In order to avoid this problem, run/collecting and run/collecting* first run the child process to completion, buffering all the output streams in temp files (using the temp-file-channel procedure, see below). When the child process exits, ports open on the buffered output are returned. This approach has two disadvantages over using pipes:

However, it remains a simple solution that avoids deadlock. More sophisticated solutions can easily be programmed up as needed -- run/collecting* itself is only 12 lines of simple code.

See temp-file-channel for more information on creating temp files as communication channels.

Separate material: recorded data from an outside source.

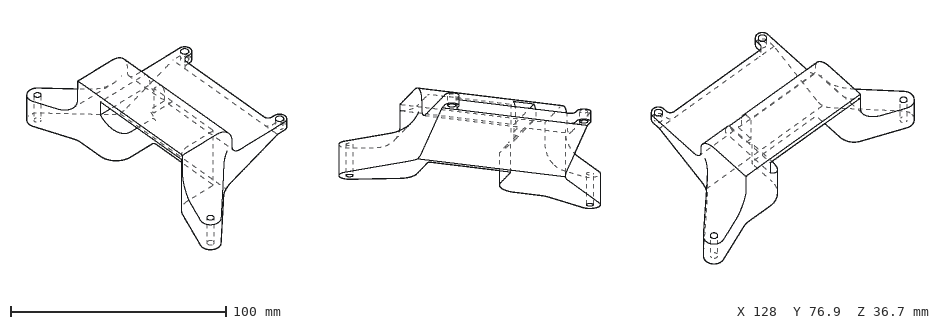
import cadquery as cq
import math

body_half_width = 35.7
body_height = 36.7
back_wall_y = 31.4
top_radius = 10.0
fillet_radius = 5.0

shelf_top = 18.5
shelf_thickness = 5.0
shelf_rear_y = 60.3
slope_foot_y = 27.1
lug_radius = 3.3
lug_center_y = 64.6
lug_hole_radius = 1.9
lug_fillet = 2.5
rounding_margin = 0.01

leg_height = 15.5
leg_tip_x = 59.0
leg_tip_y = -4.0
leg_tip_radius = 5.0
leg_hole_radius = 1.7
leg_rear_angle = 45
leg_root_radius = 10.0

ceiling_thickness = 3.1
cavity_back_y = 24.7
cavity_right_x = 30.2
pillar_inner_x = -20.4
pillar_radius = 10.0
corner_radius_left = 1.2
corner_radius_right = 0.8

ceiling = body_height - ceiling_thickness
cavity_left_x = pillar_inner_x + pillar_radius

slope_top_z = 25.6

tip_dx = leg_tip_x - body_half_width
front_angle = math.atan2(-leg_tip_y, tip_dx) + math.asin(leg_tip_radius / math.hypot(tip_dx, leg_tip_y))
front_slope = math.degrees(front_angle)


def tip_point(angle):
    """Point on the rim of the right leg tip at an angle in degrees."""
    turn = math.radians(angle)
    return leg_tip_x + leg_tip_radius * math.cos(turn), leg_tip_y + leg_tip_radius * math.sin(turn)


def make_side_solid(front_y, half_width):
    """Side outline of the part, starting at front_y and extruded symmetrically along X."""
    shelf_bottom = shelf_top - shelf_thickness
    shelf_end_y = lug_center_y + lug_radius
    return (
        cq.Workplane("YZ")
        .moveTo(front_y, 0)
        .lineTo(slope_foot_y, 0)
        .lineTo(shelf_rear_y, shelf_bottom)
        .lineTo(shelf_end_y, shelf_bottom)
        .lineTo(shelf_end_y, shelf_top)
        .lineTo(back_wall_y + fillet_radius, shelf_top)
        .radiusArc((back_wall_y, shelf_top + fillet_radius), fillet_radius)
        .lineTo(back_wall_y, body_height - top_radius)
        .radiusArc((back_wall_y - top_radius, body_height), -top_radius)
        .lineTo(front_y, body_height)
        .close()
        .extrude(half_width, both=True)
    )


def trim_lugs(body):
    """Shape the rear end of the shelf into two round lugs with holes."""
    lug_x = body_half_width - lug_radius
    inner_x = lug_x - lug_radius
    gap_length = 2 * lug_radius + lug_center_y - shelf_rear_y
    gap = (
        cq.Workplane("XY")
        .center(0, shelf_rear_y + gap_length / 2)
        .rect(2 * inner_x, gap_length)
        .extrude(shelf_top)
    )
    body = body.cut(gap)
    notch_corners = cq.selectors.BoxSelector(
        (-lug_x, shelf_rear_y - lug_fillet, 0),
        (lug_x, shelf_rear_y + lug_fillet, shelf_top),
    )
    body = body.edges(notch_corners).edges("|Z").fillet(lug_fillet)
    body = body.faces(">Y").edges("|Z").fillet(lug_radius - rounding_margin)
    holes = (
        cq.Workplane("XY")
        .pushPoints([(-lug_x, lug_center_y), (lug_x, lug_center_y)])
        .circle(lug_hole_radius)
        .extrude(shelf_top)
    )
    return body.cut(holes)


def make_leg(front_rounded):
    """Leg on the right side; front_rounded blends its front face into the body front."""
    rear_start = tip_point(90 - leg_rear_angle)
    front_end = tip_point(-90 - front_slope)
    rear_corner_y = rear_start[1] + (rear_start[0] - body_half_width) * math.tan(math.radians(leg_rear_angle))
    setback = leg_root_radius * math.tan(math.radians(leg_rear_angle / 2))
    root_y = rear_corner_y + setback
    rounding_end = (
        body_half_width + setback * math.cos(math.radians(leg_rear_angle)),
        rear_corner_y - setback * math.sin(math.radians(leg_rear_angle)),
    )
    outline = cq.Workplane("XY").moveTo(cavity_right_x, 0)
    if front_rounded:
        front_setback = leg_root_radius * math.tan(front_angle / 2)
        blend_start_x = body_half_width - front_setback
        blend_mid = (
            blend_start_x + leg_root_radius * math.sin(front_angle / 2),
            -leg_root_radius * (1 - math.cos(front_angle / 2)),
        )
        blend_end = (
            body_half_width + front_setback * math.cos(front_angle),
            -front_setback * math.sin(front_angle),
        )
        outline = outline.lineTo(blend_start_x, 0).threePointArc(blend_mid, blend_end)
    else:
        outline = outline.lineTo(body_half_width, 0)
    leg = (
        outline.lineTo(*front_end)
        .threePointArc(tip_point(0), rear_start)
        .lineTo(*rounding_end)
        .tangentArcPoint((body_half_width, root_y), relative=False)
        .lineTo(cavity_right_x, root_y)
        .close()
        .extrude(body_height)
    )
    leg_reach = leg_tip_x + leg_tip_radius
    leg = leg.intersect(make_side_solid(leg_tip_y - 2 * leg_tip_radius, leg_reach))
    rise = leg_root_radius
    clearance = (
        cq.Workplane("XZ")
        .moveTo(body_half_width, body_height)
        .lineTo(body_half_width, leg_height + rise)
        .radiusArc((body_half_width + rise, leg_height), -rise)
        .lineTo(leg_reach, leg_height)
        .lineTo(leg_reach, body_height)
        .close()
        .extrude(back_wall_y, both=True)
    )
    hole = cq.Workplane("XY").center(leg_tip_x, leg_tip_y).circle(leg_hole_radius).extrude(leg_height)
    return leg.cut(clearance).cut(hole)


def make_cavity():
    """Hollow behind the front opening, with rounded front edges and rear corners."""
    right_radius = (body_half_width - cavity_right_x) / (1 - math.sin(front_angle))
    right_center_y = right_radius * math.cos(front_angle)
    right_center_x = cavity_right_x + right_radius
    mid_turn = math.pi - (math.pi / 2 - front_angle) / 2
    right_mid = (
        right_center_x + right_radius * math.cos(mid_turn),
        right_center_y - right_radius * math.sin(mid_turn),
    )
    pillar_mid = pillar_radius * math.sqrt(0.5)
    return (
        cq.Workplane("XY")
        .moveTo(pillar_inner_x, 0)
        .threePointArc(
            (pillar_inner_x + pillar_mid, pillar_radius - pillar_mid),
            (cavity_left_x, pillar_radius),
        )
        .lineTo(cavity_left_x, cavity_back_y - corner_radius_left)
        .radiusArc((cavity_left_x + corner_radius_left, cavity_back_y), corner_radius_left)
        .lineTo(cavity_right_x - corner_radius_right, cavity_back_y)
        .radiusArc((cavity_right_x, cavity_back_y - corner_radius_right), corner_radius_right)
        .lineTo(cavity_right_x, right_center_y)
        .threePointArc(right_mid, (body_half_width, 0))
        .close()
        .extrude(ceiling)
    )


def make_slot():
    """Passage through the back wall, with a 45 degree floor that levels out at the shelf."""
    level_x = pillar_inner_x + slope_top_z - shelf_top
    passage = (
        cq.Workplane("XZ")
        .moveTo(pillar_inner_x, ceiling)
        .lineTo(pillar_inner_x, slope_top_z)
        .lineTo(level_x, shelf_top)
        .lineTo(cavity_left_x, shelf_top)
        .lineTo(cavity_left_x, ceiling)
        .close()
        .extrude(-(back_wall_y + fillet_radius))
    )
    slope_end_x = cavity_left_x + corner_radius_left
    slope_cut = (
        cq.Workplane("XZ")
        .moveTo(pillar_inner_x, ceiling)
        .lineTo(pillar_inner_x, slope_top_z)
        .lineTo(slope_end_x, slope_top_z - (slope_end_x - pillar_inner_x))
        .lineTo(slope_end_x, ceiling)
        .close()
        .extrude(-cavity_back_y)
    )
    return passage.union(slope_cut)


right_leg = make_leg(front_rounded=False)
left_leg = make_leg(front_rounded=True).mirror("YZ")
result = trim_lugs(make_side_solid(0, body_half_width)).union(right_leg).union(left_leg)
result = result.cut(make_cavity()).cut(make_slot())

2.5  Conditional process sequencing forms

These forms allow conditional execution of a sequence of processes.

(|| pf1 ...pfn)     --->     boolean         (syntax) 
Run each proc until one completes successfully (i.e., exit status zero). Return true if some proc completes successfully; otherwise #f.

(&& pf1 ...pfn)     --->     boolean         (syntax) 
Run each proc until one fails (i.e., exit status non-zero). Return true if all procs complete successfully; otherwise #f.

2.6  Process filters

These procedures are useful for forking off processes to filter text streams.

(make-char-port-filter filter)     --->     procedure         (procedure) 
The filter argument is a character-->character procedure. Returns a procedure that when called, repeatedly reads a character from the current input port, applies filter to the character, and writes the result to the current output port. The procedure returns upon reaching eof on the input port.

For example, to downcase a stream of text in a spell-checking pipeline, instead of using the Unix tr A-Z a-z command, we can say:

(run (| (delatex)
        (begin ((char-filter char-downcase))) ; tr A-Z a-z
     (< scsh.tex)
     (> spell-errors.txt))

(make-string-port-filter filter [buflen])     --->     procedure         (procedure) 
The filter argument is a string-->string procedure. Returns a procedure that when called, repeatedly reads a string from the current input port, applies filter to the string, and writes the result to the current output port. The procedure returns upon reaching eof on the input port.

The optional buflen argument controls the number of characters each internal read operation requests; this means that filter will never be applied to a string longer than buflen chars. The default buflen value is 1024.